Lugging a huge carryon with my textbooks inside and multiple bags through security, I reached the gate and was asked to consolidate my bags (more hassle) and found that there was no more overhead space in the plane. I had to check my carryon into the cargo of the plane, and the flight attendants were confused by the roundabout itinerary. I feared they would end up losing my carryon. My seat was between two grumpy businesspeople late for their meetings, and when the pilot announced there would be delays because of the weather, they became even more disgruntled. My friend was seated a few rows back, similarly unhappy with her seat assignment. Luckily it was a short flight.

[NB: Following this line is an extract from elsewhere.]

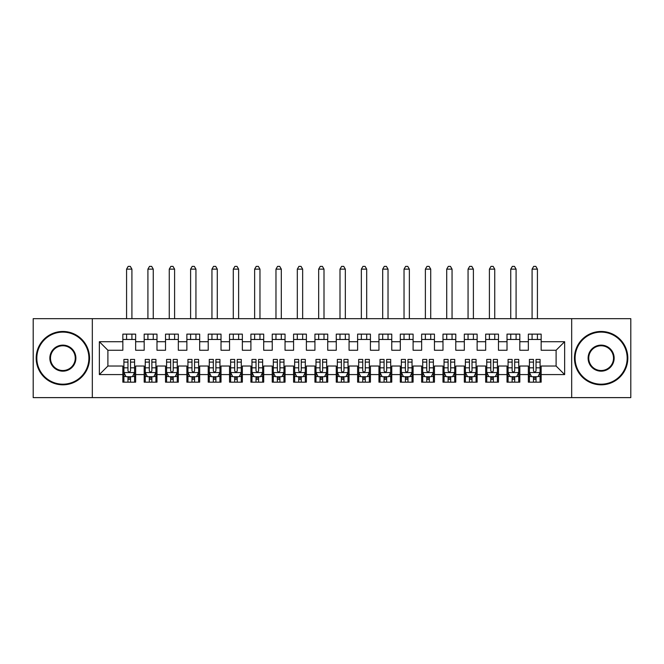 <?xml version="1.0" encoding="UTF-8"?>
<svg xmlns="http://www.w3.org/2000/svg" width="664" height="664" viewBox="0 0 664 664"><rect width="100%" height="100%" fill="white"/><g stroke="black" fill="none" stroke-linecap="round" stroke-linejoin="round"><path stroke-width="1" d="M571.679 397.628L630.8 397.628L630.8 318.662L571.679 318.662L571.679 397.628L92.321 397.628L92.321 318.662L33.2 318.662L33.2 397.628L92.321 397.628M571.679 318.662L92.321 318.662M99.359 374.579L99.359 341.711L122.84 341.711L122.84 350.252L107.9 350.252L107.9 366.038L99.359 374.579L122.84 374.579L122.84 382.157L135.647 382.157L135.647 374.579L144.179 374.579L144.179 382.157L156.986 382.157L156.986 374.579L165.527 374.579L165.527 382.157L178.334 382.157L178.334 374.579L186.866 374.579L186.866 382.157L199.673 382.157L199.673 374.579L208.214 374.579L208.214 382.157L221.021 382.157L221.021 374.579L229.553 374.579L229.553 382.157L242.36 382.157L242.36 374.579L250.901 374.579L250.901 382.157L263.699 382.157L263.699 374.579L272.24 374.579L272.24 382.157L285.047 382.157L285.047 374.579L293.579 374.579L293.579 382.157L306.386 382.157L306.386 374.579L314.927 374.579L314.927 382.157L327.734 382.157L327.734 374.579L336.266 374.579L336.266 382.157L349.073 382.157L349.073 374.579L357.614 374.579L357.614 382.157L370.421 382.157L370.421 374.579L378.953 374.579L378.953 382.157L391.76 382.157L391.76 374.579L400.301 374.579L400.301 382.157L413.099 382.157L413.099 374.579L421.64 374.579L421.64 382.157L434.447 382.157L434.447 374.579L442.979 374.579L442.979 382.157L455.786 382.157L455.786 374.579L464.327 374.579L464.327 382.157L477.134 382.157L477.134 374.579L485.666 374.579L485.666 382.157L498.473 382.157L498.473 374.579L507.014 374.579L507.014 382.157L519.821 382.157L519.821 374.579L528.353 374.579L528.353 382.157L541.16 382.157L541.16 366.038L556.1 366.038L556.1 350.252L541.16 350.252L541.16 341.711L564.641 341.711L564.641 374.579L541.16 374.579M541.16 341.711L541.16 334.133L528.353 334.133L528.353 341.711L519.821 341.711L519.821 334.133L507.014 334.133L507.014 341.711L498.473 341.711L498.473 334.133L485.666 334.133L485.666 341.711L477.134 341.711L477.134 334.133L464.327 334.133L464.327 341.711L455.786 341.711L455.786 334.133L442.979 334.133L442.979 341.711L434.447 341.711L434.447 334.133L421.64 334.133L421.64 341.711L413.099 341.711L413.099 334.133L400.301 334.133L400.301 341.711L391.76 341.711L391.76 334.133L378.953 334.133L378.953 341.711L370.421 341.711L370.421 334.133L357.614 334.133L357.614 341.711L349.073 341.711L349.073 334.133L336.266 334.133L336.266 341.711L327.734 341.711L327.734 334.133L314.927 334.133L314.927 341.711L306.386 341.711L306.386 334.133L293.579 334.133L293.579 341.711L285.047 341.711L285.047 334.133L272.24 334.133L272.24 341.711L263.699 341.711L263.699 334.133L250.901 334.133L250.901 341.711L242.36 341.711L242.36 334.133L229.553 334.133L229.553 341.711L221.021 341.711L221.021 334.133L208.214 334.133L208.214 341.711L199.673 341.711L199.673 334.133L186.866 334.133L186.866 341.711L178.334 341.711L178.334 334.133L165.527 334.133L165.527 341.711L156.986 341.711L156.986 334.133L144.179 334.133L144.179 341.711L135.647 341.711L135.647 334.133L122.84 334.133L122.84 341.711M519.821 374.579L519.821 366.038L528.353 366.038L528.353 374.579M564.641 341.711L556.1 350.252M498.473 374.579L498.473 366.038L507.014 366.038L507.014 374.579M528.353 341.711L528.353 350.252L519.821 350.252L519.821 341.711M477.134 374.579L477.134 366.038L485.666 366.038L485.666 374.579M507.014 341.711L507.014 350.252L498.473 350.252L498.473 341.711M455.786 374.579L455.786 366.038L464.327 366.038L464.327 374.579M485.666 341.711L485.666 350.252L477.134 350.252L477.134 341.711M434.447 374.579L434.447 366.038L442.979 366.038L442.979 374.579M464.327 341.711L464.327 350.252L455.786 350.252L455.786 341.711M413.099 374.579L413.099 366.038L421.64 366.038L421.64 374.579M442.979 341.711L442.979 350.252L434.447 350.252L434.447 341.711M391.76 374.579L391.76 366.038L400.301 366.038L400.301 374.579M421.64 341.711L421.64 350.252L413.099 350.252L413.099 341.711M370.421 374.579L370.421 366.038L378.953 366.038L378.953 374.579M400.301 341.711L400.301 350.252L391.76 350.252L391.76 341.711M349.073 374.579L349.073 366.038L357.614 366.038L357.614 374.579M378.953 341.711L378.953 350.252L370.421 350.252L370.421 341.711M327.734 374.579L327.734 366.038L336.266 366.038L336.266 374.579M357.614 341.711L357.614 350.252L349.073 350.252L349.073 341.711M306.386 374.579L306.386 366.038L314.927 366.038L314.927 374.579M336.266 341.711L336.266 350.252L327.734 350.252L327.734 341.711M285.047 374.579L285.047 366.038L293.579 366.038L293.579 374.579M314.927 341.711L314.927 350.252L306.386 350.252L306.386 341.711M263.699 374.579L263.699 366.038L272.24 366.038L272.24 374.579M293.579 341.711L293.579 350.252L285.047 350.252L285.047 341.711M242.36 374.579L242.36 366.038L250.901 366.038L250.901 374.579M272.24 341.711L272.24 350.252L263.699 350.252L263.699 341.711M221.021 374.579L221.021 366.038L229.553 366.038L229.553 374.579M250.901 341.711L250.901 350.252L242.36 350.252L242.36 341.711M199.673 374.579L199.673 366.038L208.214 366.038L208.214 374.579M229.553 341.711L229.553 350.252L221.021 350.252L221.021 341.711M178.334 374.579L178.334 366.038L186.866 366.038L186.866 374.579M208.214 341.711L208.214 350.252L199.673 350.252L199.673 341.711M156.986 374.579L156.986 366.038L165.527 366.038L165.527 374.579M186.866 341.711L186.866 350.252L178.334 350.252L178.334 341.711M135.647 374.579L135.647 366.038L144.179 366.038L144.179 374.579M165.527 341.711L165.527 350.252L156.986 350.252L156.986 341.711M107.9 366.038L122.84 366.038L122.84 374.579M144.179 341.711L144.179 350.252L135.647 350.252L135.647 341.711M528.353 339.47L541.16 339.47M507.014 339.47L519.821 339.47M485.666 339.47L498.473 339.47M464.327 339.47L477.134 339.47M442.979 339.47L455.786 339.47M421.64 339.47L434.447 339.47M400.301 339.47L413.099 339.47M378.953 339.47L391.76 339.47M357.614 339.47L370.421 339.47M336.266 339.47L349.073 339.47M314.927 339.47L327.734 339.47M293.579 339.47L306.386 339.47M272.24 339.47L285.047 339.47M250.901 339.47L263.699 339.47M229.553 339.47L242.36 339.47M208.214 339.47L221.021 339.47M186.866 339.47L199.673 339.47M165.527 339.47L178.334 339.47M144.179 339.47L156.986 339.47M122.84 339.47L135.647 339.47M122.84 376.82L123.911 376.82M134.576 376.82L135.647 376.82M144.179 376.82L145.25 376.82M155.924 376.82L156.986 376.82M165.527 376.82L166.589 376.82M177.263 376.82L178.334 376.82M186.866 376.82L187.937 376.82M198.611 376.82L199.673 376.82M208.214 376.82L209.276 376.82M219.95 376.82L221.021 376.82M229.553 376.82L230.624 376.82M241.289 376.82L242.36 376.82M250.901 376.82L251.963 376.82M262.637 376.82L263.699 376.82M272.24 376.82L273.311 376.82M283.976 376.82L285.047 376.82M293.579 376.82L294.65 376.82M305.324 376.82L306.386 376.82M314.927 376.82L315.989 376.82M326.663 376.82L327.734 376.82M336.266 376.82L337.337 376.82M348.011 376.82L349.073 376.82M357.614 376.82L358.676 376.82M369.35 376.82L370.421 376.82M378.953 376.82L380.024 376.82M390.689 376.82L391.76 376.82M400.301 376.82L401.363 376.82M412.037 376.82L413.099 376.82M421.64 376.82L422.711 376.82M433.376 376.82L434.447 376.82M442.979 376.82L444.05 376.82M454.724 376.82L455.786 376.82M464.327 376.82L465.389 376.82M476.063 376.82L477.134 376.82M485.666 376.82L486.737 376.82M497.411 376.82L498.473 376.82M507.014 376.82L508.076 376.82M518.75 376.82L519.821 376.82M528.353 376.82L529.424 376.82M540.089 376.82L541.16 376.82M99.359 341.711L107.9 350.252M556.1 366.038L564.641 374.579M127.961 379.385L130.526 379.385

Lost and confused at the stopover airport, we had to catch a bus to a different terminal because we were switching to a different airline. The first bus drove by without stopping, but we caught the second one. My friend and I barely made it to the gate in time, and I was overwhelmed with the bags I had to carry. She ran off to buy a magazine last-minute, and we were the last ones to board – only to see that most of the seats were full of elementary school children on a field trip, and that we were seated across the aisle from each other (an improvement from the previous flight) directly in front of the lavatory, in the last row flush against the wall. I had planned to sleep on this long haul, but there was no chance of that happening with kids constantly in line for the bathroom, chatting and laughing incessantly and bumping up against the back of my seat. I usually enjoy being around the younger set, but not at that moment. Even the anti-anxiety/sleeping medication I took had little effect on me, and I was exhausted, frustrated, cranky, and depressed and crying (due to emotional wounds that were reopened during my stay). Leg room was minimal and my seat wouldn’t fully recline, and the space between our row of seats and the one in front of us was very narrow. In addition, the girl in front of me had reclined her seat all the way back. This made it extremely difficult for the heavy woman sitting in the window seat to squeeze past in order to use the restroom, and I was disturbed multiple times in my half-sleep. Finally we touched down at my home airport, much later than what we had told the people who were picking us up. We waited and waited and waited at the baggage claim as all the suitcases rolled out, and discovered that my fears had been confirmed – the unconventional route back home led to the airlines losing our bags in transit. Fortunately, they were located and they’ll eventually be delivered to our homes.

If only we had been one minute earlier.